The data >>

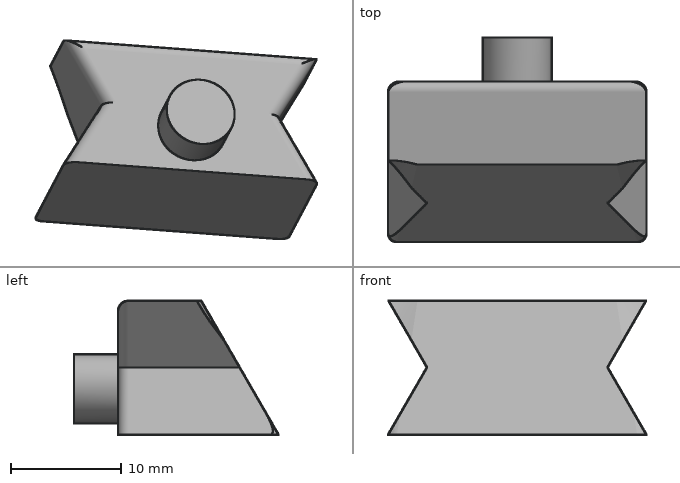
import cadquery as cq
import math

width = 23.5
height = 12.2
total_depth = 18.6
pin_length = 4.0
block_depth = total_depth - pin_length
slope_angle = math.radians(30)
front_setback = height * math.tan(slope_angle)

notch_height = 6.13
notch_depth = notch_height * math.tan(slope_angle)
half_width = width / 2
top_half_width = half_width - notch_depth + (height - notch_height) * math.tan(slope_angle)

pin_diameter = 6.3
pin_center_height = 4.18

back_radius = 1.0
corner_radius = 0.85
relief_width = 2.68
relief_depth = 0.4
cutter_margin = 1.17


def make_block():
    """Waisted prism with a sloped front and rounded back edges."""
    waist = half_width - notch_depth
    prism = (
        cq.Workplane("XZ")
        .polyline([
            (-half_width, 0),
            (half_width, 0),
            (waist, notch_height),
            (top_half_width, height),
            (-top_half_width, height),
            (-waist, notch_height),
        ])
        .close()
        .extrude(-block_depth)
    )
    prism = prism.faces(">Y").edges("not <Z").fillet(back_radius)
    front_wedge = (
        cq.Workplane("YZ")
        .polyline([(0, 0), (front_setback, height), (0, height)])
        .close()
        .extrude(half_width, both=True)
    )
    return prism.cut(front_wedge)


def corner_section(side_x, front_y, run_x, run_y, arc_middle):
    """Cutter outline at one level; its arc joins the side face to the front face."""
    outer_x = side_x - cutter_margin
    outer_y = front_y - cutter_margin
    return (
        (side_x, front_y + run_y),
        (side_x + arc_middle[0], front_y + arc_middle[1]),
        (side_x + run_x, front_y),
        (side_x + run_x, outer_y),
        (outer_x, outer_y),
        (outer_x, front_y + run_y),
    )


def make_corner_cutter():
    """Left front corner: convex round at the base, shallow hollow at the top."""
    round_offset = corner_radius * (1 - math.sqrt(0.5))
    base = corner_section(
        -half_width, 0, corner_radius, corner_radius, (round_offset, round_offset)
    )
    top = corner_section(
        -top_half_width, front_setback, relief_width, relief_depth,
        (relief_width / 2, relief_depth * 3 / 4),
    )
    cutter = cq.Workplane("XY")
    for level, points in ((0, base), (height, top)):
        start, middle, end, *outer = points
        cutter = (
            cutter.workplane(offset=level)
            .moveTo(*start)
            .threePointArc(middle, end)
        )
        for point in outer:
            cutter = cutter.lineTo(*point)
        cutter = cutter.close()
    return cutter.loft(ruled=True)


def make_pin():
    """Round pin standing out from the back face."""
    return (
        cq.Workplane("XZ", origin=(0, block_depth, pin_center_height))
        .circle(pin_diameter / 2)
        .extrude(-pin_length)
    )


corner_cutter = make_corner_cutter()
result = (
    make_block()
    .cut(corner_cutter)
    .cut(corner_cutter.mirror("YZ"))
    .union(make_pin())
)
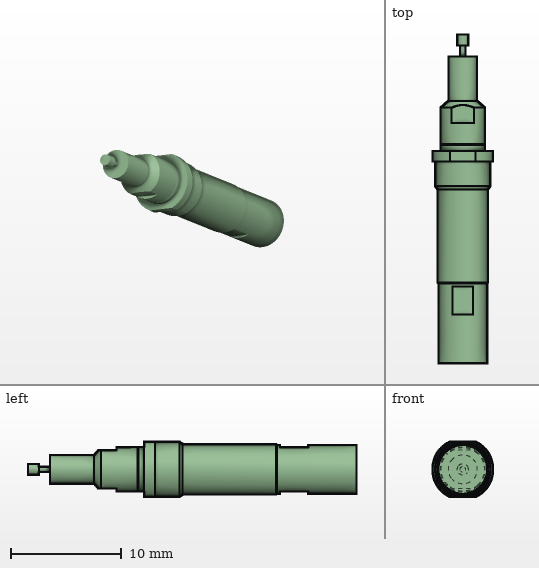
import cadquery as cq

LENGTH = 29.7
HEAD_END = 1.0
NECK_END = 2.0
FERRULE_END = 6.0
NUT_CONE_END = 6.62
NUT_END = 9.98
FLANGE_START = 10.5
FLANGE_END = 11.5
SHOULDER_END = 13.7
SHOULDER_TAPER_END = 14.0
BARREL_END = 22.48

HEAD_DIAMETER = 1.0
NECK_DIAMETER = 0.5
FERRULE_DIAMETER = 2.6
NUT_DIAMETER = 4.05
COLLAR_DIAMETER = NUT_DIAMETER
NUT_BEVEL_DIAMETER = 3.92
FLANGE_DIAMETER = 5.5
SHOULDER_DIAMETER = 5.0
BARREL_DIAMETER = 4.57
TAIL_DIAMETER = 4.43

NUT_BEVEL_LENGTH = 0.1
BARREL_BEVEL_LENGTH = 0.1

NUT_FLAT_END = 8.0
NUT_ACROSS_FLATS = 3.47
FLANGE_ACROSS_FLATS = SHOULDER_DIAMETER
TAIL_FLAT_START = 22.78
TAIL_FLAT_END = 25.3
TAIL_ACROSS_FLATS = 4.0

TIP_Y = LENGTH / 2


def turned_section(start, end, start_diameter, end_diameter):
    """Solid cylinder or cone about the Y axis between two stations."""
    start_y = TIP_Y - start
    end_y = TIP_Y - end
    outline = [
        (0, start_y),
        (start_diameter / 2, start_y),
        (end_diameter / 2, end_y),
        (0, end_y),
    ]
    return cq.Workplane("XY").polyline(outline).close().revolve(360, (0, 0), (0, 1))


def cut_flats(body, start, end, across_flats):
    """Mill two flats facing +Z and -Z between two stations."""
    centre_y = TIP_Y - (start + end) / 2
    depth = FLANGE_DIAMETER
    for side in (1, -1):
        centre_z = side * (across_flats + depth) / 2
        cutter = cq.Workplane("XY").box(FLANGE_DIAMETER, end - start, depth)
        body = body.cut(cutter.translate((0, centre_y, centre_z)))
    return body


NUT_BEVEL_START = NUT_END - NUT_BEVEL_LENGTH
BARREL_BEVEL_START = BARREL_END - BARREL_BEVEL_LENGTH

sections = [
    (0, HEAD_END, HEAD_DIAMETER, HEAD_DIAMETER),
    (HEAD_END, NECK_END, NECK_DIAMETER, NECK_DIAMETER),
    (NECK_END, FERRULE_END, FERRULE_DIAMETER, FERRULE_DIAMETER),
    (FERRULE_END, NUT_CONE_END, FERRULE_DIAMETER, NUT_DIAMETER),
    (NUT_CONE_END, NUT_BEVEL_START, NUT_DIAMETER, NUT_DIAMETER),
    (NUT_BEVEL_START, NUT_END, NUT_DIAMETER, NUT_BEVEL_DIAMETER),
    (NUT_END, FLANGE_START, COLLAR_DIAMETER, COLLAR_DIAMETER),
    (FLANGE_START, FLANGE_END, FLANGE_DIAMETER, FLANGE_DIAMETER),
    (FLANGE_END, SHOULDER_END, SHOULDER_DIAMETER, SHOULDER_DIAMETER),
    (SHOULDER_END, SHOULDER_TAPER_END, SHOULDER_DIAMETER, BARREL_DIAMETER),
    (SHOULDER_TAPER_END, BARREL_BEVEL_START, BARREL_DIAMETER, BARREL_DIAMETER),
    (BARREL_BEVEL_START, BARREL_END, BARREL_DIAMETER, TAIL_DIAMETER),
    (BARREL_END, LENGTH, TAIL_DIAMETER, TAIL_DIAMETER),
]

result = turned_section(*sections[0])
for section in sections[1:]:
    result = result.union(turned_section(*section))

result = cut_flats(result, FERRULE_END, NUT_FLAT_END, NUT_ACROSS_FLATS)
result = cut_flats(result, FLANGE_START, FLANGE_END, FLANGE_ACROSS_FLATS)
result = cut_flats(result, TAIL_FLAT_START, TAIL_FLAT_END, TAIL_ACROSS_FLATS)
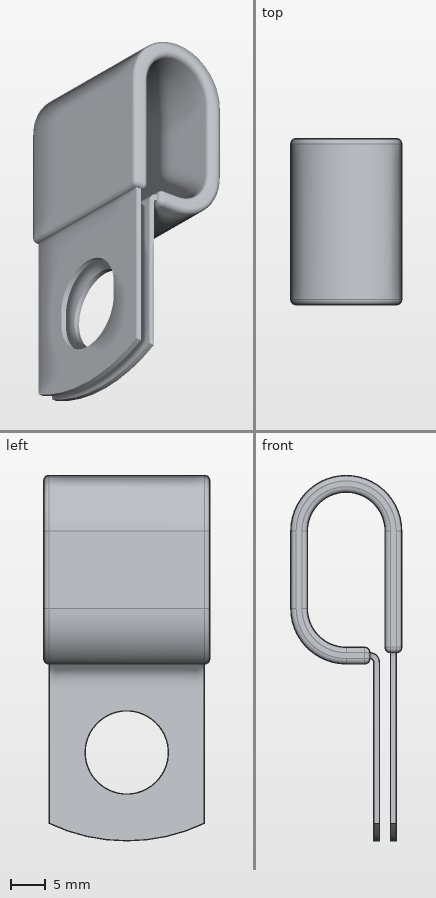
import cadquery as cq
import math

total_height = 52.35
cushion_width = 23.85
loop_outer_radius = 7.95
loop_straight = 11.1
strip_thickness = 0.85
cushion_cover = 0.8
edge_radius = 0.8
lower_flat = 3.4
leg_gap = 1.55
hole_diameter = 11.9
hole_height = 12.65
slot_length = 13.9
tip_rise = 2.5

cushion_thickness = strip_thickness + 2 * cushion_cover
strip_width = cushion_width - 2 * cushion_cover
mid_radius = loop_outer_radius - cushion_thickness / 2
upper_center_z = total_height - loop_outer_radius
lower_center_z = upper_center_z - loop_straight
lower_mid_z = lower_center_z - mid_radius
cushion_end_z = lower_mid_z + strip_thickness / 2
inner_leg_outer_x = mid_radius - strip_thickness / 2 - leg_gap
bend_outer_radius = inner_leg_outer_x - lower_flat
bend_center_z = cushion_end_z - bend_outer_radius


def cushion_loop():
    """Square-edged cushion following the loop, centred on Y = 0."""
    outer = loop_outer_radius
    inner = outer - cushion_thickness
    diagonal = math.sqrt(0.5)
    return (
        cq.Workplane("XZ")
        .moveTo(outer, cushion_end_z)
        .lineTo(outer, upper_center_z)
        .threePointArc((0, upper_center_z + outer), (-outer, upper_center_z))
        .lineTo(-outer, lower_center_z)
        .threePointArc(
            (-outer * diagonal, lower_center_z - outer * diagonal),
            (0, lower_center_z - outer),
        )
        .lineTo(lower_flat, lower_center_z - outer)
        .lineTo(lower_flat, lower_center_z - inner)
        .lineTo(0, lower_center_z - inner)
        .threePointArc(
            (-inner * diagonal, lower_center_z - inner * diagonal),
            (-inner, lower_center_z),
        )
        .lineTo(-inner, upper_center_z)
        .threePointArc((0, upper_center_z + inner), (inner, upper_center_z))
        .lineTo(inner, cushion_end_z)
        .close()
        .extrude(cushion_width / 2, both=True)
    )


def leg(outer_x, top_z, opening_height):
    """Flat leg with a rounded tip and a bolt opening; outer_x is its +X face.

    The opening is a round hole, or an upright slot when taller than its width.
    """
    half_width = strip_width / 2
    plate = (
        cq.Workplane("YZ", origin=(outer_x - strip_thickness, 0, 0))
        .moveTo(-half_width, top_z)
        .lineTo(-half_width, tip_rise)
        .threePointArc((0, 0), (half_width, tip_rise))
        .lineTo(half_width, top_z)
        .close()
        .extrude(strip_thickness)
    )
    opening = cq.Workplane("YZ", origin=(outer_x - strip_thickness, 0, hole_height))
    if opening_height > hole_diameter:
        opening = opening.slot2D(opening_height, hole_diameter, 90)
    else:
        opening = opening.circle(hole_diameter / 2)
    return plate.cut(opening.extrude(strip_thickness))


def strip_bend():
    """Quarter bend turning the strip from the loop's lower flat into the inner leg."""
    bend_inner_radius = bend_outer_radius - strip_thickness
    ring = (
        cq.Workplane("XZ", origin=(lower_flat, 0, bend_center_z))
        .circle(bend_outer_radius)
        .circle(bend_inner_radius)
        .extrude(strip_width / 2, both=True)
    )
    quadrant = cq.Workplane("XY", origin=(lower_flat, 0, bend_center_z)).box(
        bend_outer_radius, strip_width, bend_outer_radius, centered=(False, True, False)
    )
    return ring.intersect(quadrant)


end_edges = (
    cq.selectors.BoxSelector(
        (0, -cushion_width, cushion_end_z - cushion_cover / 2),
        (loop_outer_radius * 2, cushion_width, cushion_end_z + cushion_cover / 2),
    )
    + cq.selectors.BoxSelector(
        (lower_flat - cushion_cover / 2, -cushion_width, 0),
        (lower_flat + cushion_cover / 2, cushion_width, cushion_end_z + cushion_cover * 2),
    )
)
rim_edges = cq.selectors.StringSyntaxSelector("(>Y) or (<Y)")
cushion = cushion_loop()
cushion = cushion.edges(end_edges + rim_edges).fillet(edge_radius)

outer_leg = leg(mid_radius + strip_thickness / 2, cushion_end_z, slot_length)
inner_leg = leg(inner_leg_outer_x, bend_center_z, hole_diameter)
result = cushion.union(outer_leg).union(strip_bend()).union(inner_leg)
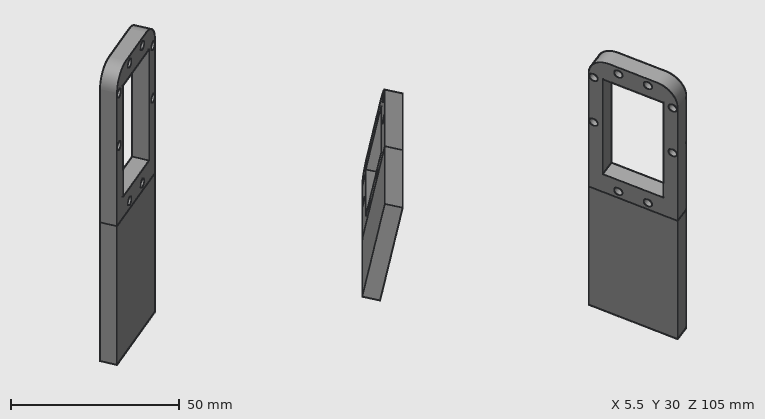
import cadquery as cq

total_height = 105.0
width = 30.0
thickness = 5.5

plate_height = 50.0
frame_height = total_height - plate_height
corner_radius = 7.0

window_width = 20.5
window_height = 40.0
window_bottom = plate_height + (frame_height - window_height) / 2

hole_diameter = 2.8
end_hole_spacing = 10.0
end_hole_inset = 2.7
end_hole_heights = (plate_height + end_hole_inset, total_height - end_hole_inset)
side_hole_spacing = 26.7
side_hole_heights = (77.9, 96.8)


def block(block_width, height, bottom):
    """Box as thick as the part, centred on X and Y, standing on the given height."""
    return (
        cq.Workplane("XY", origin=(0, 0, bottom))
        .box(thickness, block_width, height, centered=(True, True, False))
    )


def hole_points():
    """(Y, Z) centres of the holes above, below and beside the window."""
    points = []
    for spacing, heights in (
        (end_hole_spacing, end_hole_heights),
        (side_hole_spacing, side_hole_heights),
    ):
        for height in heights:
            for side in (-1, 1):
                points.append((side * spacing / 2, height))
    return points


def make_plate():
    """Plain solid plate below the frame."""
    return block(width, plate_height, 0)


def make_frame():
    """Round-topped frame with a rectangular window and eight through holes."""
    frame = block(width, frame_height, plate_height)
    frame = frame.edges("|X and >Z").fillet(corner_radius)
    frame = frame.cut(block(window_width, window_height, window_bottom))
    holes = (
        cq.Workplane("YZ")
        .pushPoints(hole_points())
        .circle(hole_diameter / 2)
        .extrude(thickness, both=True)
    )
    return frame.cut(holes)


plate = make_plate()
frame = make_frame()
result = cq.Compound.makeCompound([plate.val(), frame.solids().val()])

Instructions to follow >>
Search the records for the string "diagonal" and return every line in which it occurs.

Response area >>
    diagonal = math.sqrt(0.5)
            (-outer * diagonal, lower_center_z - outer * diagonal),
            (-inner * diagonal, lower_center_z - inner * diagonal),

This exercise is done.